Torno a sfogliare il Saggio politico sopra le vicissitudini inevitabili delle società civili di Antonio de Giuliani (Trieste, 1755-1835). L’opuscolo apparve a Vienna nel 1791, indirizzato al principe ereditario Francesco, al tempo Granduca di Toscana e Arciduca d’Austria. Se ne deve la riedizione e la cura a Benedetto Croce che lo ristampa nel 1934, presso Laterza, unitamente allo scritto che de Giuliani indirizzò nel 1793 Alla Convenzione nazionale di Parigi, in un volume al quale Croce dà l’attraente titolo di La cagione riposta delle decadenze e delle rivoluzioni.

Si trattava di due opuscoli politici allora quasi dimenticati, come dimenticato, quasi, era il nome dell’autore (che ancor oggi, sia detto di passata, gode di una assai misurata rinomanza). Eppure, «quel che scrisse e stampò il de Giuliani, riferisce Croce, non rimase inosservato ai suoi giorni». Valga il vero: «le Vicissitudini furono rapidamente divulgate e presto due volte ristampate nel testo italiano, a Parigi e, di nuovo, a Vienna; tradotte nello stesso anno 1791 in francese e in tedesco».

Christian Daniel Ehrard, il traduttore tedesco, non manca di notare come il saggio di de Giuliani abbia suscitato «molto scalpore». È infatti l’assunto, sostenuto da de Giuliani in Vicissitudini con esemplare chiarezza, che ne fa lo speciale interesse, in punto di teoria politica e di filosofia della storia. Si presenta come un canone di interpretazione delle dinamiche sociali assai raramente impiegato. Così lo sintetizza Croce: «qui egli stabiliva risolutamente la sua dottrina dell’impotenza della ragione a condurre le cose delle società, le quali hanno in sé un principio di vita elementare, altrettanto ignoto quanto quello che anima le specie viventi: un principio onde esse nascono e crescono e decadono e muoiono fuori di ogni volontà umana». Con il che si intende anche l’apposizione a «vicissitudini» di quell’aggettivo «inevitabili».

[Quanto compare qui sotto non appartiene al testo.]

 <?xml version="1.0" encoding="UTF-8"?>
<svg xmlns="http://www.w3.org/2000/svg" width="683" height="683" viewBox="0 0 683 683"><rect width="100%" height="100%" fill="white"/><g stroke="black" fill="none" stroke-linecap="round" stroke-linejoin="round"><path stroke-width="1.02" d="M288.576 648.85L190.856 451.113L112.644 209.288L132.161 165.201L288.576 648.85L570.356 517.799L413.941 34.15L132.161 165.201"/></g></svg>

Che può, a ben vedere, risultare una sottolineatura enfatica, posto che nel termine vicissitudine si contiene già un senso di ineluttabile, ovvero la significazione di processi che non derogano dai loro corsi, che non sono, pertanto, dominabili e, dunque, non sono suscettibili di modifiche. Ossia non sono rimediabili. Nei mesi tumultuosi della Francia della Rivoluzione, de Giuliani osserva il contegno di una moderna formazione sociale e constata come si affermi nei suoi poderosi rivolgimenti, come operi nelle sue drastiche mutazioni.

Si avvede che essa non consente una trasformazione razionale. Non permette positivi cambiamenti condotti e realizzati secondo intendimenti che, pure, perseguono uno scopo calcolato e mirato. Un’istanza, un fine che appaiono, nel tempo presente, nell’attualità d’una condizione sociale determinata, storicamente giustificati. Nell’opuscolo di de Giuliani è la formazione di una soggettività storica attiva, trasformatrice, che viene messa in discussione e mostrata come illusoria. «Non servono calcoli, scrive il nostro autore, non servono le vedute ministeriali, le cause sono troppo lontane e i ministri non agiscono se non in quanto le circostanze dei tempi permetton loro di agire». E ancora: «ecco come tutto riconosce delle cause lontane, delle quali gli uomini sono gli schiavi dopo esserne stati i ciechi promotori».

È dunque questa angolatura che, mentre gli consente di rilevare i limiti dell’agire politico moderno, gli permette di elaborare una radicale critica a una intera paradigmatica storica. Giunge così fin quasi ad elidere, almeno per riguardo alle società, una loro riconoscibile razionalità storica. Le società? Vi hanno campo le vicissitudini inevitabili, appunto, non le historiae. Là, dove cerchi una direzione, trovi un rovinoso travolgimento.

Qui, dove una forza agisce poderosa, ne misuri la portata per te incontenibile, ne subisci la violenza irrefrenabile. E, più ancora, quando tenti di radunare le ragioni d’una tua consapevolezza che pretendi storica, nell’effettiva loro applicazione esse scivolano via come l’acqua sul vetro. Dinamiche delle quali è possibile registrare gli impreveduti effetti, mentre non è possibile intervenire, per riprendere la locuzione di Croce, a recidere la «cagione riposta» che le attuali conseguenze ha originato.